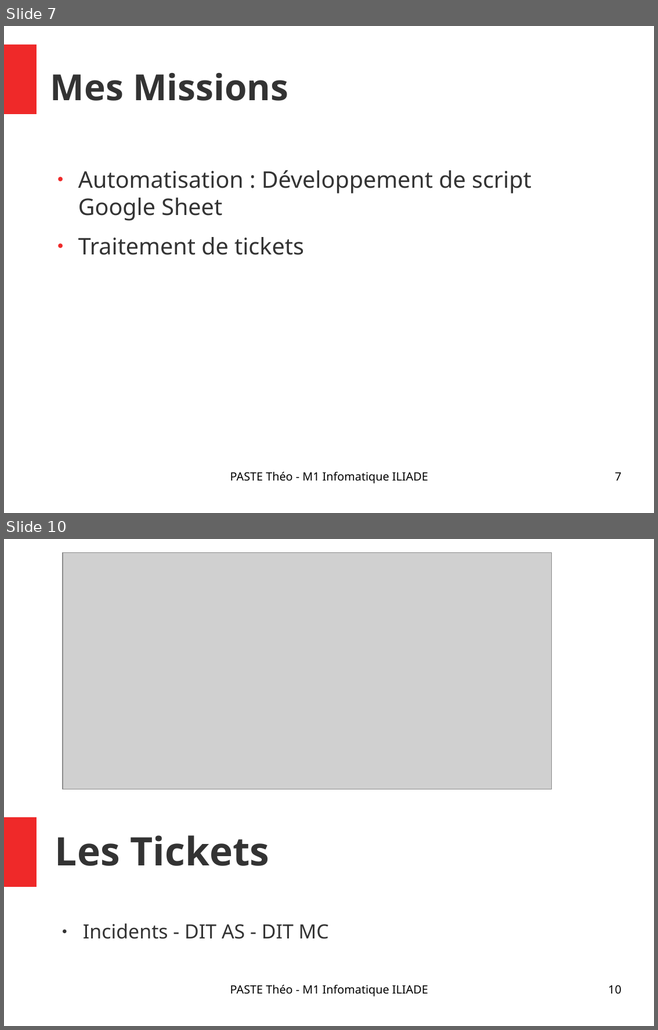
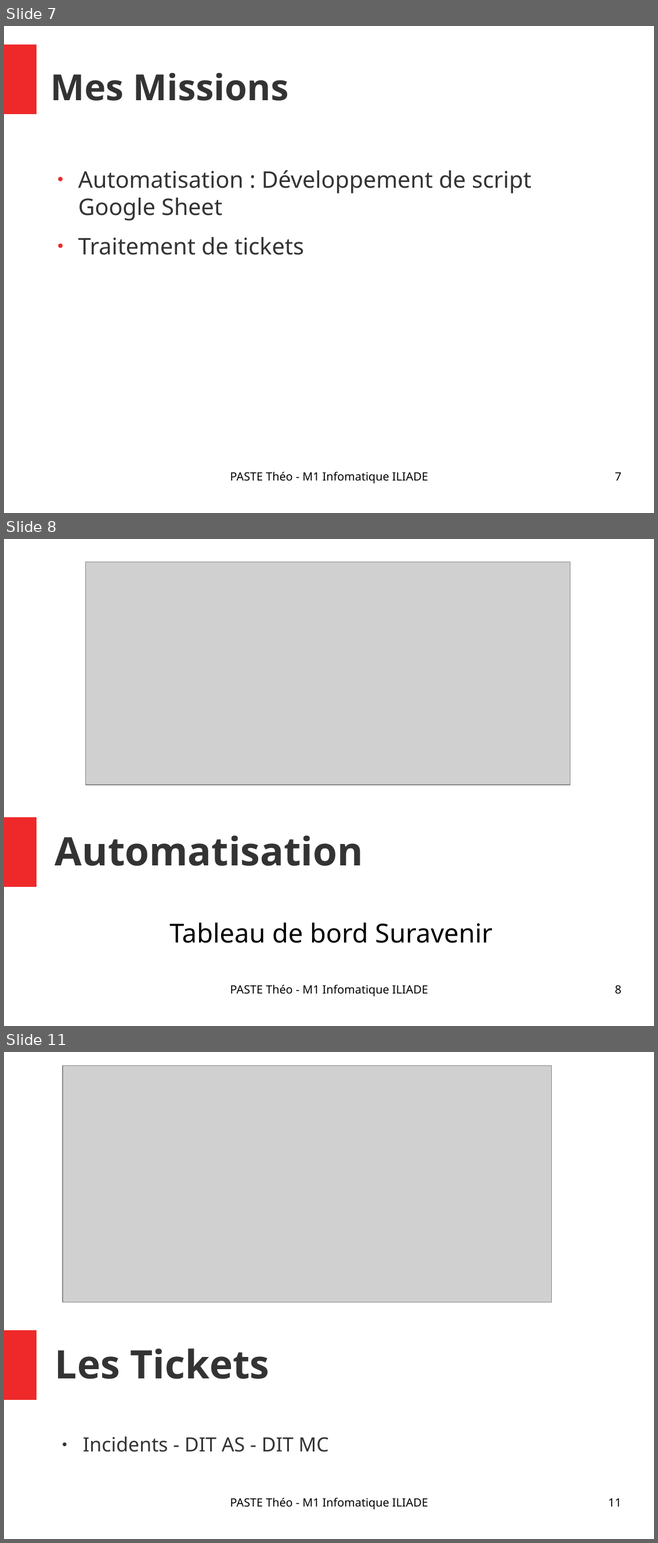
Before and after one commit to Narrateur/Rapport_de_Stage_M1, a slide deck: .gitbook/assets/Presentation_PASTE_Theo.odp. Shown one above the other, each under a label of ours: slides 7 and 10 before the commit, slides 7, 8 and 11 after it; the slides between them are not shown. The pictures are 658x1030 and 658x1543 pixels, drawn with LibreOffice and Linux fonts; fonts in the diff are those of the drawing; grey boxes stand for pictures. Boxes give left, top, right and bottom in pixels: in the first picture for what was removed or moved away, otherwise in the second. Text is boxed around its words. In the diff, an @@ line names an element or a change of style, - is before the commit and + after.

```diff
--- a/.gitbook/assets/Presentation_PASTE_Theo.odp
+++ b/.gitbook/assets/Presentation_PASTE_Theo.odp
@@ slide 8 added at (4,539,654,1026), background #FFFFFF; not listed: 1 template element that a slide beside it also shows @@
@@ picture added at (85,562,570,785) @@
@@ title added at (55,835,363,866), 48 pt, text #333333, bold @@
+Automatisation
@@ subtitle added at (169,922,492,943), 32 pt, text #000000 @@
+Tableau de bord Suravenir
@@ text added at (230,985,428,997), 14 pt, text #000000 @@
+PASTE Théo - M1 Infomatique ILIADE
@@ page number added at (615,985,621,994), 14 pt, text #000000 @@
+8
@@ what was slide 10 is now slide 11 @@
@@ page number at (608,1499,621,1507): text changed @@
-10
+11
```
Also in this commit, not shown: 2 slides changed.

**Exercise**
Which lines of the listing contain the string "page"? Copy every one of them.

**Exercise output**
@@ page number added at (615,985,621,994), 14 pt, text #000000 @@
@@ page number at (608,1499,621,1507): text changed @@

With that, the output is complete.